[Opening GIVEN RECORDS section]
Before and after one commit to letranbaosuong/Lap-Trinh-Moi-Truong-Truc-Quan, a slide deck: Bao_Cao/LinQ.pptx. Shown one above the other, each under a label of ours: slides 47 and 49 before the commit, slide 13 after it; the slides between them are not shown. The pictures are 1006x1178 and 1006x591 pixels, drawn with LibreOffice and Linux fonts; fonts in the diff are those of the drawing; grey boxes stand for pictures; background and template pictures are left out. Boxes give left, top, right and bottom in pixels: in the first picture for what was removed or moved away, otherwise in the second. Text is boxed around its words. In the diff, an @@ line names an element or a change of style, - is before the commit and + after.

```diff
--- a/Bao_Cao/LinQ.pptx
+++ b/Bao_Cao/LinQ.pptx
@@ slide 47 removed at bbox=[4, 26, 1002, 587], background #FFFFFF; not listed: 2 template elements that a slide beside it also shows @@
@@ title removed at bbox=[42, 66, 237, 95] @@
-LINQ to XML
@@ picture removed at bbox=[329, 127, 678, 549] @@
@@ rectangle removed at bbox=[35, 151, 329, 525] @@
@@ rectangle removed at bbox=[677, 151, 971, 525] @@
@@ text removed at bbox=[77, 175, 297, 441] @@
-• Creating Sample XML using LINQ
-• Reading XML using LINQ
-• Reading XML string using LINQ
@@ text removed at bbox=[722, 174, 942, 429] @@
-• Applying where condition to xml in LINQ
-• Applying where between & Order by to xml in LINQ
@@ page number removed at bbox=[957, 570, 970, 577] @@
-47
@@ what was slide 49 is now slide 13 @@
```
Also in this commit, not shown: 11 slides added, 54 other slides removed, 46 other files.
[Closing GIVEN RECORDS section]
[Opening GIVEN RECORDS section]
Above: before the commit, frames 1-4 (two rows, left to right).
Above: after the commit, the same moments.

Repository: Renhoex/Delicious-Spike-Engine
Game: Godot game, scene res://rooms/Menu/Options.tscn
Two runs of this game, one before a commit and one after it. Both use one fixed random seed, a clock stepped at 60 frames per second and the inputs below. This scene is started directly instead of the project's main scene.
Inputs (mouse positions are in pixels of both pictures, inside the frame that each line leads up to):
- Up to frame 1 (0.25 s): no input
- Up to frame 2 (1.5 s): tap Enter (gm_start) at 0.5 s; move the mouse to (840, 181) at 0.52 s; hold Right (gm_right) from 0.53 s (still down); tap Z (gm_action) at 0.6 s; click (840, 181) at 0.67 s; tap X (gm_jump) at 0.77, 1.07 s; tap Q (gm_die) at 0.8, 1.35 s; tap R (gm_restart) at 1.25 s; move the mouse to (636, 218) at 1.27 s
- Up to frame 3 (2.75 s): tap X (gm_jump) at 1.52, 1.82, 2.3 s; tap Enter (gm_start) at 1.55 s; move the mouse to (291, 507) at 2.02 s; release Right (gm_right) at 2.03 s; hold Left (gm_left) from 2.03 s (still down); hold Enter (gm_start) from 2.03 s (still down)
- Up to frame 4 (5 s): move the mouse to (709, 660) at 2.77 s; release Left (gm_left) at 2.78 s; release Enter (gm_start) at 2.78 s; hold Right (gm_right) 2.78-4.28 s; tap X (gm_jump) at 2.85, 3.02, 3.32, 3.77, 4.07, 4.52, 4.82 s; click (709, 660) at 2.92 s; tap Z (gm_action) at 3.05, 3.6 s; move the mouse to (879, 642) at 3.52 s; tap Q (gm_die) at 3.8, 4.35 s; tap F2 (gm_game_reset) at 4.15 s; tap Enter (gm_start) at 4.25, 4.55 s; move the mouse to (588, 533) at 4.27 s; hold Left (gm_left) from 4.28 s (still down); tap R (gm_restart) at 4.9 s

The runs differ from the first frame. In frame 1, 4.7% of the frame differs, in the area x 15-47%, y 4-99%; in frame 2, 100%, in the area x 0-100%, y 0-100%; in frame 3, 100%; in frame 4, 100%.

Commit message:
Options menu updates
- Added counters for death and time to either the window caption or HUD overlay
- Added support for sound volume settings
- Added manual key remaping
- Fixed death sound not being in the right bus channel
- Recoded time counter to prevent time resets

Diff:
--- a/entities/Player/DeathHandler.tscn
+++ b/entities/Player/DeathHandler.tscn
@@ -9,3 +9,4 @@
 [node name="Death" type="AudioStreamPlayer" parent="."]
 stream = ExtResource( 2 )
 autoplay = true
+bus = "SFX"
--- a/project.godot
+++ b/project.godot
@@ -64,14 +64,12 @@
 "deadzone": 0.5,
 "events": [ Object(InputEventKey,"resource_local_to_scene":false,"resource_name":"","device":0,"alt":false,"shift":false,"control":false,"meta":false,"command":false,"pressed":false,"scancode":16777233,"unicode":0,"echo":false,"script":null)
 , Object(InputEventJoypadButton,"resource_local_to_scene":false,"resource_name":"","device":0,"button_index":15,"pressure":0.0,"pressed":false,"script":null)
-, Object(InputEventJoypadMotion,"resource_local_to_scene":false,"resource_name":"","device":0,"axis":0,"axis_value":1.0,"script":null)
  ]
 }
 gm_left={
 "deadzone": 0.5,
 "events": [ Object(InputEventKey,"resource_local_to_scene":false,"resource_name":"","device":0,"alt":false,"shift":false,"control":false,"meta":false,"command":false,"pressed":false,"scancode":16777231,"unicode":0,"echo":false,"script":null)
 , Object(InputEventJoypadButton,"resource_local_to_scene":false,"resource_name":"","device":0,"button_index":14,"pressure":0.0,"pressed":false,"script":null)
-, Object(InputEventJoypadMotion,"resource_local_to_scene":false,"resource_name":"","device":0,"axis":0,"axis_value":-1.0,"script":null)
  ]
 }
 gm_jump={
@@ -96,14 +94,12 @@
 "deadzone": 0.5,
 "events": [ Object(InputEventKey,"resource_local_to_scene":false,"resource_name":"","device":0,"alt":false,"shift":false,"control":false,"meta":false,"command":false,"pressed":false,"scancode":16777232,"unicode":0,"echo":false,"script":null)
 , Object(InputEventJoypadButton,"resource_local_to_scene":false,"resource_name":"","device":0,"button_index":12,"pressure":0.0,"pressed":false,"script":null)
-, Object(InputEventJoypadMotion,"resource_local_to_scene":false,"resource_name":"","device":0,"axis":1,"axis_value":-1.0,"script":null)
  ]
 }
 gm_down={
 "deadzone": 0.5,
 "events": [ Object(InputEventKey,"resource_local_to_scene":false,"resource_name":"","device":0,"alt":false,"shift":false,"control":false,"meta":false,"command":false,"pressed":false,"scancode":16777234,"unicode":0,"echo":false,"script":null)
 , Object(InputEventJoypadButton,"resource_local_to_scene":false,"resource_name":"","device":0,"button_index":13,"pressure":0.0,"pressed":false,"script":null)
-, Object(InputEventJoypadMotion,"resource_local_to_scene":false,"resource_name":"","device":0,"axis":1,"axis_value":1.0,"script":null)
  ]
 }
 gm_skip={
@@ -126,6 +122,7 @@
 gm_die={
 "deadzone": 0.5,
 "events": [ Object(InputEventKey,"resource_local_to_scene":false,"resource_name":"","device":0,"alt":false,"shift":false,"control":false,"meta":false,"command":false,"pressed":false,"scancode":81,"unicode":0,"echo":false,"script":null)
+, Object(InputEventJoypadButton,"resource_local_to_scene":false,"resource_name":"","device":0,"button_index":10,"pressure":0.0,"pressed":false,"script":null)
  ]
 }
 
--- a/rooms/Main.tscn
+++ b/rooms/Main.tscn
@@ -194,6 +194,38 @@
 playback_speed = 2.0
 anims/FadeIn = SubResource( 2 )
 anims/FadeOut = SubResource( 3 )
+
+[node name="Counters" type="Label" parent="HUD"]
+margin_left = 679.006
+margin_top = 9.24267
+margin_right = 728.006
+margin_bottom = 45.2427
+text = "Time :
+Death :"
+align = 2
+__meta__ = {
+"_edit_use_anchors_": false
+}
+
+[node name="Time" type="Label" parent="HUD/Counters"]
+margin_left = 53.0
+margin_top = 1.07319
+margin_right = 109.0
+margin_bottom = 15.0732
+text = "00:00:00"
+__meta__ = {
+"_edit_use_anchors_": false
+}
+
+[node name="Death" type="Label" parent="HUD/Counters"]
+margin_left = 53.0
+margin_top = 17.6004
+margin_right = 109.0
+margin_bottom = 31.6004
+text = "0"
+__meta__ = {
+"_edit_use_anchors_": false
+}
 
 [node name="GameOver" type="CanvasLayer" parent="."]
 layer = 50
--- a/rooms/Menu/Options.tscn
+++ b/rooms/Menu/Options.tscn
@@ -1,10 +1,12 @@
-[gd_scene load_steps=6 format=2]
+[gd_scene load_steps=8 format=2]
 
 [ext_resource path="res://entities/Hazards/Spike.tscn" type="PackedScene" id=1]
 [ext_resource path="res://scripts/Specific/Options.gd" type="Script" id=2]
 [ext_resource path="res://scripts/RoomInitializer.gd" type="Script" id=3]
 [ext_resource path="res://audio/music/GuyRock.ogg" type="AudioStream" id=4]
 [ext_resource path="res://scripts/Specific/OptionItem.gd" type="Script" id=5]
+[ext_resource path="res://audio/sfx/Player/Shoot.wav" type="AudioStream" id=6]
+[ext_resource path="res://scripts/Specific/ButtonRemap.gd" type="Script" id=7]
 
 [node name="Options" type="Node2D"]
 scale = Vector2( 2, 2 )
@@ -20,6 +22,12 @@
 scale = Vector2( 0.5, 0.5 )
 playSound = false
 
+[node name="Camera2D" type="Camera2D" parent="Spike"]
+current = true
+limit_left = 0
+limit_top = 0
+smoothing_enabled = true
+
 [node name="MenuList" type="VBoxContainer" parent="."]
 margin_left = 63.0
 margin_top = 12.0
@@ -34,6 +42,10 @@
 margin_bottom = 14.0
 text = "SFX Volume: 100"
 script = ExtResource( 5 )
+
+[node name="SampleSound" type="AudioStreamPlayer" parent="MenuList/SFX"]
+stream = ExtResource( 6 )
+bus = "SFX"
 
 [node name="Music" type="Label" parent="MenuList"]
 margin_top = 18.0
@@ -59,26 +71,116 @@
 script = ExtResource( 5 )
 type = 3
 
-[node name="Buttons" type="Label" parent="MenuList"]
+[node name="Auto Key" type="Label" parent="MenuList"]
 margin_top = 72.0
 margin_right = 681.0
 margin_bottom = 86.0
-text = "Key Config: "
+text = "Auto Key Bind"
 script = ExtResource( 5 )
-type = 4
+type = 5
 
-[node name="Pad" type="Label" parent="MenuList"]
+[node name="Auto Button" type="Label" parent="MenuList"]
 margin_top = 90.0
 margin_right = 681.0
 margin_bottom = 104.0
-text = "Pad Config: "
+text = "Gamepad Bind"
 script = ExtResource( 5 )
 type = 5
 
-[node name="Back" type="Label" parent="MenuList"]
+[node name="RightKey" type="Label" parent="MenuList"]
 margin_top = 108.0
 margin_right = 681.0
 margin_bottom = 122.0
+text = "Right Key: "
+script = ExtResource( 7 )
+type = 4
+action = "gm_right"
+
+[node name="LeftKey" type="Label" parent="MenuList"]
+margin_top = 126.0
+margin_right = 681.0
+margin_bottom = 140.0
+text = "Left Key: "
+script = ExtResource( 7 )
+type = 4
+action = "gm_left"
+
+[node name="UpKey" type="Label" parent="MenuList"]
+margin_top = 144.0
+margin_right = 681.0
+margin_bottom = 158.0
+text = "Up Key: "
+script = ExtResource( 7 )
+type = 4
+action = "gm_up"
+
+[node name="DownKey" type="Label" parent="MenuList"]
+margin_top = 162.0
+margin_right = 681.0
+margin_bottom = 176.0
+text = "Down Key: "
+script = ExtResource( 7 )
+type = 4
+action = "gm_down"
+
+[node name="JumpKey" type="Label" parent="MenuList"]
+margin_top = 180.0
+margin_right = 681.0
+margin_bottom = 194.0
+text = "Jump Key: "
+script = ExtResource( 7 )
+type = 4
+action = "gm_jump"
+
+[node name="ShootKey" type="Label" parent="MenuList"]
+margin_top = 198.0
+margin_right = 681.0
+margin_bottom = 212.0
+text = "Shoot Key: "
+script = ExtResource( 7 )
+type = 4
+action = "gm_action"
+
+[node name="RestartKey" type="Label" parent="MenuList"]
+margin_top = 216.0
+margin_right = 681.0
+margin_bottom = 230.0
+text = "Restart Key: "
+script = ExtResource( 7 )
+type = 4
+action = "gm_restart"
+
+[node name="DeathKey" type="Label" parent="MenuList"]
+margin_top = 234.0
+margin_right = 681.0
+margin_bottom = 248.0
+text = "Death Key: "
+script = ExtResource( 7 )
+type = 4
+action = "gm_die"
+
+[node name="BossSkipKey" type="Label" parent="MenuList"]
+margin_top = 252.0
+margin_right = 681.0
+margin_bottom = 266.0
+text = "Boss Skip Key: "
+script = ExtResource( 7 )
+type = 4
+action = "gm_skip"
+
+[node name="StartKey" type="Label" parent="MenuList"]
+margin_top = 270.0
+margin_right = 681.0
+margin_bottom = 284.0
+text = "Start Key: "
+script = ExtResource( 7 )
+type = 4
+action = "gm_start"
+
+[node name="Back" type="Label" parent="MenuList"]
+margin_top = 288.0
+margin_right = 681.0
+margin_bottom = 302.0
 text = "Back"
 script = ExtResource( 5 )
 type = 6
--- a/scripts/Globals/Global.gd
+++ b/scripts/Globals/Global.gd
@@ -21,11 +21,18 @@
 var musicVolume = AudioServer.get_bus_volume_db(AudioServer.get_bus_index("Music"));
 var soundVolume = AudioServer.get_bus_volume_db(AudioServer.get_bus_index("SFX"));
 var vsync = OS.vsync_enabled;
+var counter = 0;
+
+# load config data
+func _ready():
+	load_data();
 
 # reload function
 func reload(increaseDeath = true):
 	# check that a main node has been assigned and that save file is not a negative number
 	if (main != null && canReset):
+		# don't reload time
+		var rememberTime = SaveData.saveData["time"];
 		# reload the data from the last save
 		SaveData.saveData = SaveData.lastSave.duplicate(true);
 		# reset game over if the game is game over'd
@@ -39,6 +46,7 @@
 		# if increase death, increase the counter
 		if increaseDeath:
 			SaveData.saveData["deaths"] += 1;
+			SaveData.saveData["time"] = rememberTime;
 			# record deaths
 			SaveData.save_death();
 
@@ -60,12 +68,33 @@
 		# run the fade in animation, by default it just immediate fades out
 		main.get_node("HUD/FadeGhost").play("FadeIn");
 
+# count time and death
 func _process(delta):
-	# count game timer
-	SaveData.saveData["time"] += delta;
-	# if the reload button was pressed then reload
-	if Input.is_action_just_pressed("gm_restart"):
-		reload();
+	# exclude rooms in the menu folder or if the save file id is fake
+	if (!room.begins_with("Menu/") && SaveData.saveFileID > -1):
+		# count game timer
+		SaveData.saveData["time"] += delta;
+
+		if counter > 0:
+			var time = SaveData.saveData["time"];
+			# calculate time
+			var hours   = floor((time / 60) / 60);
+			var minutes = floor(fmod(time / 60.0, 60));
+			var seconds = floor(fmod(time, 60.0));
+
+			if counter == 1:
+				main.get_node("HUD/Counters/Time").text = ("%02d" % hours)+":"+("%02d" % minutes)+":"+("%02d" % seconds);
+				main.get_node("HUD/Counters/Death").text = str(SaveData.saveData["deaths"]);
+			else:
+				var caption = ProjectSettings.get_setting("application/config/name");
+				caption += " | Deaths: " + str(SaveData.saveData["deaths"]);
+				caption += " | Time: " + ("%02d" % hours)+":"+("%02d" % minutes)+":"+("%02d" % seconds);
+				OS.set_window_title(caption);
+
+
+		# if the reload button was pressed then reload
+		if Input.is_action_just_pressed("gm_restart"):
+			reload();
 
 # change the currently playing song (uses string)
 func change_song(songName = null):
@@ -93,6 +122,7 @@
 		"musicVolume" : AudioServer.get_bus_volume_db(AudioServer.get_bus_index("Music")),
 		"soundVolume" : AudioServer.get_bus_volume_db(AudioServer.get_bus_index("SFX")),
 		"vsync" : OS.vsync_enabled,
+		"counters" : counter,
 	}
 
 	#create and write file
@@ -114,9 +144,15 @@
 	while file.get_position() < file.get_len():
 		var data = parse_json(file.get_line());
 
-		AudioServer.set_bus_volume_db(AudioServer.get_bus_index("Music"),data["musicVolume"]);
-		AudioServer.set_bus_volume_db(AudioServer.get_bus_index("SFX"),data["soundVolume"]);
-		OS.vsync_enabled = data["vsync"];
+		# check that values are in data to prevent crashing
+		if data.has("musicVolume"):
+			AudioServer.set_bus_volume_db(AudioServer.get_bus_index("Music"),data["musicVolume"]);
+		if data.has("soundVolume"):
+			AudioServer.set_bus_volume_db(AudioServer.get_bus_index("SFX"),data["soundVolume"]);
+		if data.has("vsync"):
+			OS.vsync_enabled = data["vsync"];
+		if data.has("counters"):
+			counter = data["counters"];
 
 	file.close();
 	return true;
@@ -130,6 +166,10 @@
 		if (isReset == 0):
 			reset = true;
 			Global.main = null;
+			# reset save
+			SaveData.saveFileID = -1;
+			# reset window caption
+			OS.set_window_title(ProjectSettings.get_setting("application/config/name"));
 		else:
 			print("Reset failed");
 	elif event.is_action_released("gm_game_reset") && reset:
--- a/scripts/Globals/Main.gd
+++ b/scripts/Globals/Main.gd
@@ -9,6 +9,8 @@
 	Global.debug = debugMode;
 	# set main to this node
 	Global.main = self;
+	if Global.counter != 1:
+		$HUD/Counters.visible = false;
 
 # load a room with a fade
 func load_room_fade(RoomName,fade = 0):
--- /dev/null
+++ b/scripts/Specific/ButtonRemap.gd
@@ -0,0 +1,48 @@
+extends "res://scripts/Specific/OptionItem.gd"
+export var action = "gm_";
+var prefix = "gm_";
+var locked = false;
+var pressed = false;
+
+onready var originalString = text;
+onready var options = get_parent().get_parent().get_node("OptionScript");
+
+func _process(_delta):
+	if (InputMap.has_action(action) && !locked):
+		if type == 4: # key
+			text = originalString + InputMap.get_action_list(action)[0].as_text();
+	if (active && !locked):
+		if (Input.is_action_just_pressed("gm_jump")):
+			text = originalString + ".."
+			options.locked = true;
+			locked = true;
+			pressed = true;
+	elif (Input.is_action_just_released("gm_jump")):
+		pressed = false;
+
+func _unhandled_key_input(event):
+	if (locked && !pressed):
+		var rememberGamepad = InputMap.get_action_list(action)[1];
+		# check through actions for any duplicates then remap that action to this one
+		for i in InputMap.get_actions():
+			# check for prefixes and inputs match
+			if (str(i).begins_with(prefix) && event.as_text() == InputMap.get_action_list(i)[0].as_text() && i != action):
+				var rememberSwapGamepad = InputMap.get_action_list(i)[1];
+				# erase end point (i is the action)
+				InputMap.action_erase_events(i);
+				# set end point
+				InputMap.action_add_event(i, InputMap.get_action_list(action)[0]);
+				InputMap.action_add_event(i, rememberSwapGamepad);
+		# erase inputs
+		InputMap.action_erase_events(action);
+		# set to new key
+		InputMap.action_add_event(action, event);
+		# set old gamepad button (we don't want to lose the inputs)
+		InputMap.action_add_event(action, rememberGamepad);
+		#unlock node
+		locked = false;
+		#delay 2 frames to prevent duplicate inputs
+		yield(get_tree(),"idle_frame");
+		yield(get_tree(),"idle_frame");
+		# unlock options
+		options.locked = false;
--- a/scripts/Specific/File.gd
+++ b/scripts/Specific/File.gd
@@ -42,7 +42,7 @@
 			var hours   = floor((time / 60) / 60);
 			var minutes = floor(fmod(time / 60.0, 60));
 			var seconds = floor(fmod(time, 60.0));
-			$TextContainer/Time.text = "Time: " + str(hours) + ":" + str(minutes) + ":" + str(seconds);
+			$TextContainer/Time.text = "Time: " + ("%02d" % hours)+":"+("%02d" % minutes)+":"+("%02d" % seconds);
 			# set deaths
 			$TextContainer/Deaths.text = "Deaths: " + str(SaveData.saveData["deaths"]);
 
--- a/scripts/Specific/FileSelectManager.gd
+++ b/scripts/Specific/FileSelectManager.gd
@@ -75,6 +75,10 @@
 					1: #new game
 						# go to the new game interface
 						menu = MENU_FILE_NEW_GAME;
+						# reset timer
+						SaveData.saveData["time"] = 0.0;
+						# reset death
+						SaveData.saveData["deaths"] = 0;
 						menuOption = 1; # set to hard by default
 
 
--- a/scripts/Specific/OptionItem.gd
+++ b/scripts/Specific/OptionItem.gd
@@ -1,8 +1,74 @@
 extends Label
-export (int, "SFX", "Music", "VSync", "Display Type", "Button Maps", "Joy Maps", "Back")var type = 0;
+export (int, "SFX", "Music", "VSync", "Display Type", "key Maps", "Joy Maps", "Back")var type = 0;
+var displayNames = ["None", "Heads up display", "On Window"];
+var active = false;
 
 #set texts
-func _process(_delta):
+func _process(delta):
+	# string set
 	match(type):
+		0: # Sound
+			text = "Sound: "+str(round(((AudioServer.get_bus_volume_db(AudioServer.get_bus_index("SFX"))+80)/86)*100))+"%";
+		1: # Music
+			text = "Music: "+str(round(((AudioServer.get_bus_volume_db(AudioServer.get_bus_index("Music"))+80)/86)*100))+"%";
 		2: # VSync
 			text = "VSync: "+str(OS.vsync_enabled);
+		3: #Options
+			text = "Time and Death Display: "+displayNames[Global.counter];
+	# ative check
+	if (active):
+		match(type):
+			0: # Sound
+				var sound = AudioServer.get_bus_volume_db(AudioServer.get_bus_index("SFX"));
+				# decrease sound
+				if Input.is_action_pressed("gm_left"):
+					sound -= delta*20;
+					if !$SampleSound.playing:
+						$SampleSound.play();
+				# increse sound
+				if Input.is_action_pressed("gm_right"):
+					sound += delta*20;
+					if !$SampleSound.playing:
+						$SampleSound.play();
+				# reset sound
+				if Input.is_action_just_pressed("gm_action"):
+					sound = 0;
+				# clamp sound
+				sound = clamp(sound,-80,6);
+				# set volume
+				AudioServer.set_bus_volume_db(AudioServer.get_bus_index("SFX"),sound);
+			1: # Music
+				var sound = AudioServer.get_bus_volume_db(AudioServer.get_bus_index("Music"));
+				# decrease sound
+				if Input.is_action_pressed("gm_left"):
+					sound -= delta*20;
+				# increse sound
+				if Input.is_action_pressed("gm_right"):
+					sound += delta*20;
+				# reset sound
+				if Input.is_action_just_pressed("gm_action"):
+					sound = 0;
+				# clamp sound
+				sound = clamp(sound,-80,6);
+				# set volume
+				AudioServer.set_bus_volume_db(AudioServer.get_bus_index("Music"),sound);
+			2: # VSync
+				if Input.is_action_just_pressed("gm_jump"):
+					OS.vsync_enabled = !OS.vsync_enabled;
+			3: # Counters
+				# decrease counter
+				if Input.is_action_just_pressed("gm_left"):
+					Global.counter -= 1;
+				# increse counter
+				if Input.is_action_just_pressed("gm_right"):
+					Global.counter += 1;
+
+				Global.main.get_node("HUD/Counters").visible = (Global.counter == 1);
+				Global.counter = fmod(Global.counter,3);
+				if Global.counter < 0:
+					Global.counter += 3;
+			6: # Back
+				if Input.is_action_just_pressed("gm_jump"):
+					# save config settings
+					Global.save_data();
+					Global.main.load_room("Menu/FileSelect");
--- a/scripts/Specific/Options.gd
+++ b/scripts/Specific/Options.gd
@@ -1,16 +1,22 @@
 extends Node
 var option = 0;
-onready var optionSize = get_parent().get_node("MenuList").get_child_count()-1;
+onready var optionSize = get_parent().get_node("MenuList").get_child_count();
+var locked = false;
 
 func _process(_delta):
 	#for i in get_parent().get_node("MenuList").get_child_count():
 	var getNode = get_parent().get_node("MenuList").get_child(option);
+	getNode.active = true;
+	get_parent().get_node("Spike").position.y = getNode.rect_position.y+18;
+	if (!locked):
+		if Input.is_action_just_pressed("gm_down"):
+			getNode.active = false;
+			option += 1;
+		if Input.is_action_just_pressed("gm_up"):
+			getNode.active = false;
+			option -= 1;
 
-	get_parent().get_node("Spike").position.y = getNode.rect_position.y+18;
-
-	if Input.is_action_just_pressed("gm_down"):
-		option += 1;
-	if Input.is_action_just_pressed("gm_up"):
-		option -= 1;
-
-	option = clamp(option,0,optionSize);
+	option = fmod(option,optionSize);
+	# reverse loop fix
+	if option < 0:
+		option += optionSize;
[Closing GIVEN RECORDS section]
_WORK INSTRUCTIONS_
Tally the lines of the listing in which the string "FileSelectManager" appears, and state the tally alone.

_SOLUTION TO THIS TASK_
2